チベットの亡命者たちは、今週(8月末)インドのダラムサラにあるチベット亡命政権の初の主席大臣の直接選挙を祝っていた。 チベット人から活仏として認められた政治的活動家である61歳のサムドン・トゥルク・リンポチェ(Samdhong Tulku Rinpoche)は、インド、ヨーロッパ、北アメリカのチベット人による投票で3万票のうちの84%を獲得して圧勝した。以前に世論調査はあったものの、カシャック(内閣)の指導者が直接投票で選出されたのは、今回が初めてである。法的に、今、サムドンは15万人人強の難民社会の「政府」の長となり、任期は5年である。実際には、精神的指導者である66歳のダライ・ラマが今も人々に対する影響力を持っているが、ダライ・ラマは年をとるに従いこのように限られた形式での民主化を熱心に奨励している。

アメリカ合衆国式の大統領選挙のような勝利者への祝賀はない。ニュースが発表されたとき、サムドンは権力の座から数百キロも離れたバンガロール(Bangalore)の瞑想場所で、職務の重大さを熟考していた。サムドンが挑まなくてはならない難題は、中国内でチベットの自治を求める亡命政府の公式見解と、特にチベット青年議会(Tibetan Youth Congress)が唱える直接行動・独立をやかましく要求する声のバランスをとることである。

サムドンはガンジー・スタイルの直接非暴力運動をとっている。彼は、最近の演説のなかで、もし中国政府が3年以内に自治について真摯な対話を始めることを拒否するなら、チベット人は完全独立を目指して抗争すべきであると強調した。新しい指導者は「チベット問題」を解決し難民たちが母国に帰れるようにする過程の第一歩を踏み出したところだが、実のところ、誰も彼が奇跡を起こせるとは思っていない。1959年にダライ・ラマとともに20歳で母国を逃亡したので、サムドンのチベットの記憶は限られている。

サムドンの状況を今週のニュースにあったもう1人のラマと対比させてみるとよい。チベットの奥深くにいるケンポ・ジグメ・プンツォク(Kenpo Jigme Phuntsog)には祝う理由がなにもない。先代のダライ・ラマの高位ラマ僧教師の生まれ変わりであるとチベット人に認められている68歳の体も弱った師の行方は定かではない。今週ロンドンに拠点のあるチベット・インフォメーション・ネットワーク(Tibet Information Network)が発表したレポートや写真によると、チベットの最東のカンゼ(Kardze)にある建立20年になる静かなセルタル(Serthar)僧院が、警察や役人によって略奪されたという。警察・役人は、尼僧、僧侶、仏教学者たちを追い出し、彼らの家々を焼き払った。多くの尼僧たちはひどく心を取り乱し自殺すると脅している。数々のレポートから判断すると、この事件は30年前の中国文化革命の暗黒破壊時代と同質のものである。

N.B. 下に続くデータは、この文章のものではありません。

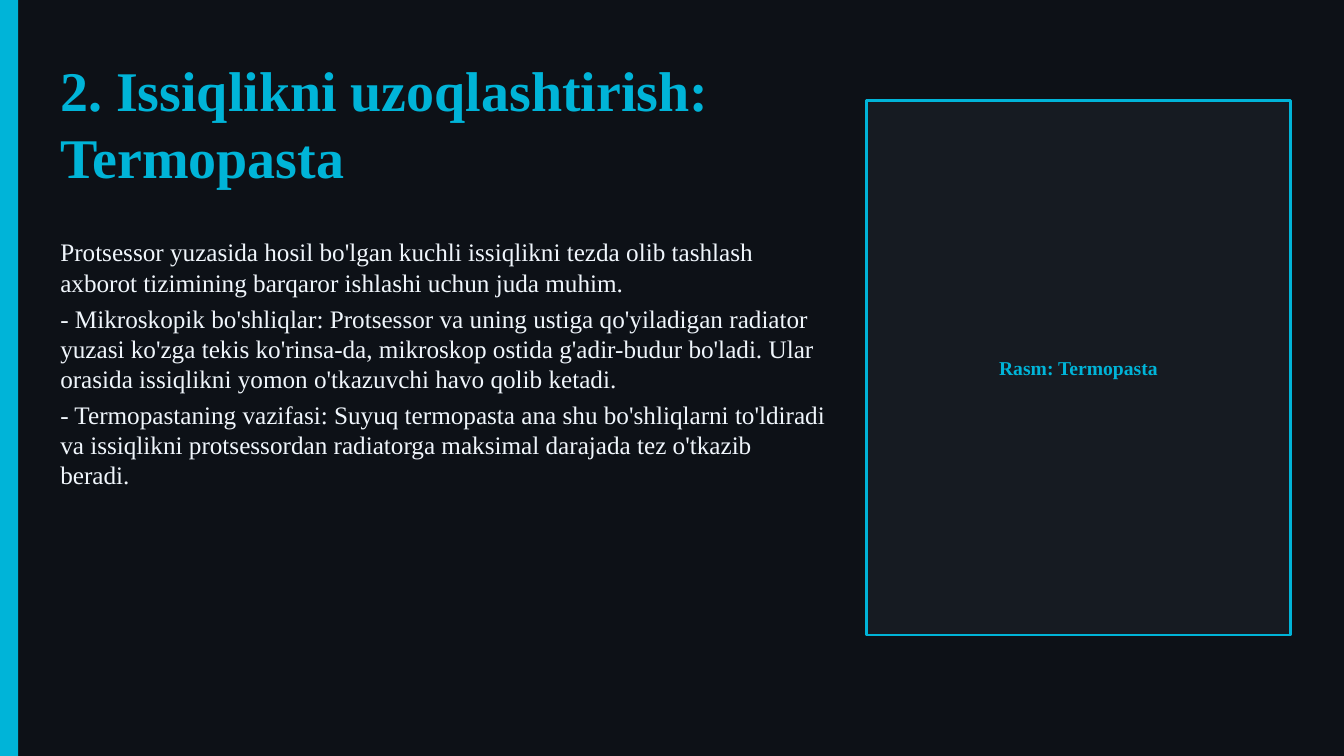
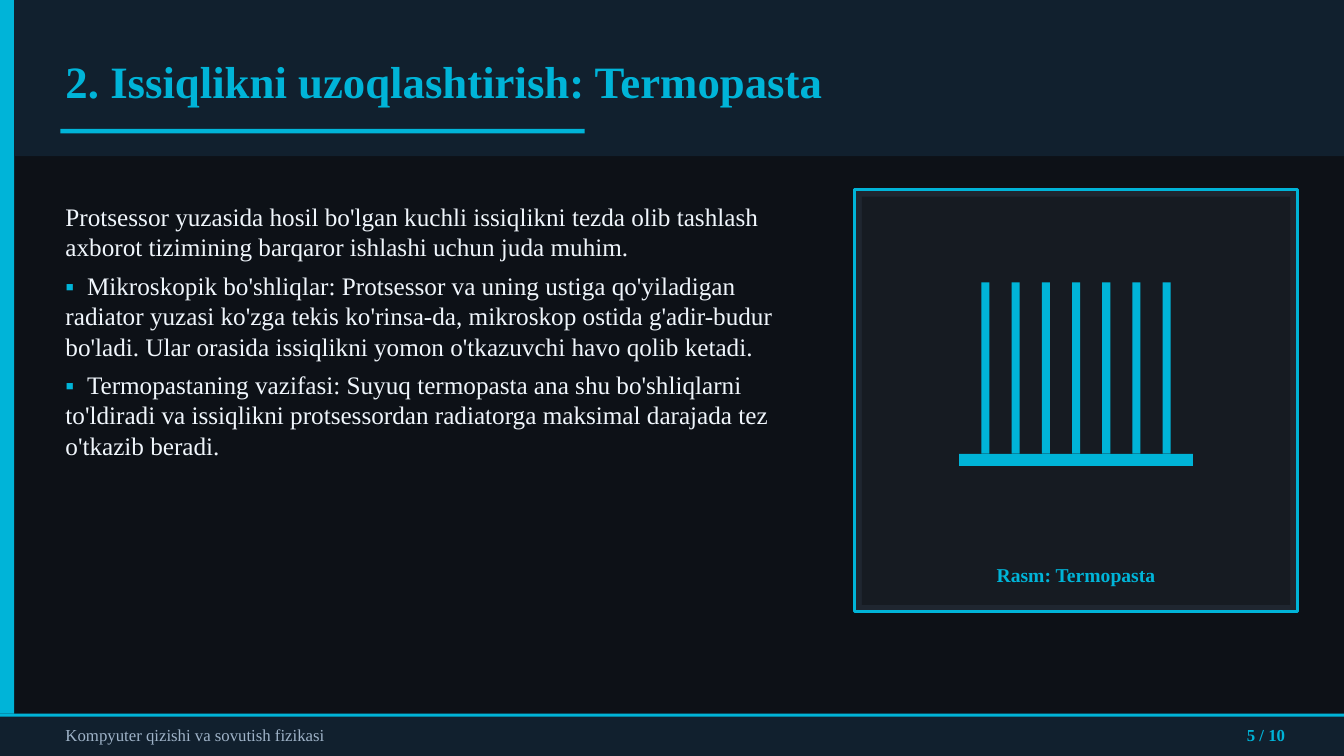
Before and after one commit to dasturland/kerak_taqdimot, a slide deck: slide 5 of taqdimot.pptx. Drawn at 1344x756 pixels with LibreOffice and Linux fonts; fonts in the diff are those of the drawing. Boxes give left, top, right and bottom in pixels: in the first picture for what was removed or moved away, otherwise in the second. Text is boxed around its words. In the diff, an @@ line names an element or a change of style, - is before the commit and + after.

```diff
--- a/taqdimot.pptx
+++ b/taqdimot.pptx
@@ rectangle: place and size @@
-rectangle at bbox=[0, 0, 18, 756]
+rectangle at bbox=[0, 0, 14, 756]
@@ rectangle added at bbox=[14, 0, 1344, 156], fill #11202E @@
@@ text "2. Issiqlikni uzoqlashtirish: Termopasta" at bbox=[65, 67, 822, 108]: size 40 to 32 pt; less space between paragraphs; vertical alignment top to middle @@
@@ rectangle added at bbox=[60, 129, 585, 133], fill #00B4D8 @@
@@ text "Protsessor yuzasida hosil bo'lgan kuchli ...": place and size @@
-text "Protsessor yuzasida hosil bo'lgan kuchli ..." at bbox=[60, 243, 825, 485]
+text "Protsessor yuzasida hosil bo'lgan kuchli ..." at bbox=[65, 208, 772, 456]
@@ text at bbox=[65, 208, 758, 262]: more space between paragraphs @@
@@ rectangle added at bbox=[855, 190, 1298, 612], fill #1F2630, outline #00B4D8 2.25 pt @@
@@ rectangle added at bbox=[862, 197, 1291, 605], fill #161B22 @@
@@ text at bbox=[65, 277, 772, 456]: text changed @@
-- Mikroskopik bo'shliqlar: Protsessor va uning ustiga qo'yiladigan radiator yuzasi ko'zga tekis ko'rinsa-da, mikroskop ostida g'adir-budur bo'ladi. Ular orasida issiqlikni yomon o'tkazuvchi havo qolib ketadi.
-- Termopastaning vazifasi: Suyuq termopasta ana shu bo'shliqlarni to'ldiradi va issiqlikni protsessordan radiatorga maksimal darajada tez o'tkazib beradi.
+▪ Mikroskopik bo'shliqlar: Protsessor va uning ustiga qo'yiladigan radiator yuzasi ko'zga tekis ko'rinsa-da, mikroskop ostida g'adir-budur bo'ladi. Ular orasida issiqlikni yomon o'tkazuvchi havo qolib ketadi.
+▪ Termopastaning vazifasi: Suyuq termopasta ana shu bo'shliqlarni to'ldiradi va issiqlikni protsessordan radiatorga maksimal darajada tez o'tkazib beradi.
@@ rectangle added at bbox=[981, 282, 989, 454], fill #00B4D8 @@
@@ rectangle added at bbox=[1012, 282, 1020, 454], fill #00B4D8 @@
@@ rectangle added at bbox=[1043, 282, 1051, 454], fill #00B4D8 @@
@@ rectangle added at bbox=[1072, 282, 1080, 454], fill #00B4D8 @@
@@ rectangle added at bbox=[1103, 282, 1111, 454], fill #00B4D8 @@
@@ rectangle added at bbox=[1132, 282, 1140, 454], fill #00B4D8 @@
@@ rectangle added at bbox=[1164, 282, 1172, 454], fill #00B4D8 @@
@@ rectangle added at bbox=[960, 454, 1194, 466], fill #00B4D8 @@
@@ text "Rasm: Termopasta": place and size @@
-text "Rasm: Termopasta" at bbox=[867, 101, 1291, 635]
+text "Rasm: Termopasta" at bbox=[997, 569, 1156, 586]
@@ text "Rasm: Termopasta" at bbox=[997, 569, 1156, 586]: less space between paragraphs; fill #161B22 to none; outline #00B4D8 2 pt to none @@
@@ rectangle added at bbox=[0, 714, 1344, 756], fill #11202E @@
@@ rectangle added at bbox=[0, 714, 1344, 717], fill #00B4D8 @@
@@ text added at bbox=[65, 729, 324, 745], 12 pt, text #9FB3C8 @@
+Kompyuter qizishi va sovutish fizikasi
@@ text added at bbox=[1247, 730, 1285, 741], 12 pt, text #00B4D8, bold @@
+5 / 10
```
Also in this commit, not shown: 9 other slides changed, 2 other files.

中国当局は、憲法上にある信仰の自由の保障を尊重すると主張している。しかし、つい先月、北京主催による海外報道関係者の青海省クンブム僧院訪問は、期待はずれに終わった。というのも、チベット人僧侶たちの、シカゴ・トリビューンの表現を借りるなら「無言の反抗」、彼らの変わらぬダライ・ラマへの敬意、そして今も続く宗教弾圧に対する絶望を、ジャーナリストたちが伝えたからである。

今のところ中国当局はセルタルでのかれらの行動について理由を発表していない。そして、チベット人たちは、何故、まったく非政治的で平和的な宗教センターがこのように選ばれたのかわからず途方に暮れている。しかし、中国人仏教徒がこのセンターで勉強していたという事実が、重要な意味を持っている。チベット仏教を勉強する中国人の数が増えてきている。チベット自治区、雲南省、四川省、青海省を含む、亡命政府が「大チベット」と称する領域のあちこちで宗教的な土地を巡礼する人々の姿が見られるようになってきている。このような宗教への関心の高まりは、法輪功の信奉者の増加とあいまって、北京当局によって、彼らの支配に対する脅威であると見なされているのだ。

2人のラマ、そして2つの道。1人には政治的役割があり、もう1人には宗教的役割がある。1人は亡命中で、もう1人はチベットにいる。しかし、主席大臣も仏教の師も2人ともチベット仏教と文化の保護に専心すべく非暴力的な道を求めている。主席大臣は非暴力運動が「チベット問題」を解決するのに役立つと望み、師は自分の宗教センターの成長が制限されずにすむことを期待したのを、責めるがよい。見せかけだけの信仰の自由のもとに抑圧が支配する、というのがチベットの厳しい現実なのである。そしてそれが終わる気配はない。世界はチベット人の権利が尊重されるようにと口先だけの要求をし、北京の力、貿易・ビジネス取引の誘惑に屈している。

だから、サムドンが来月ダラムサラで正式にチベット亡命国政府の主席大臣として就任したら、同朋ラマである仏教の師ジグメ・プンツォクの運命について熟慮してみるとよいだろう。今、そのプンツォクは、チベットにおける信仰の自由の限界を嫌というほど理解している。非暴力抵抗の思想を検討する時、新しい亡命国リーダーはセルタルの弾圧に見られたような北京の強攻策を考慮に入れなければならないだろう。インドでガンジーが英国に対して成功したことは、中国相手に成功する見込みはほとんどない。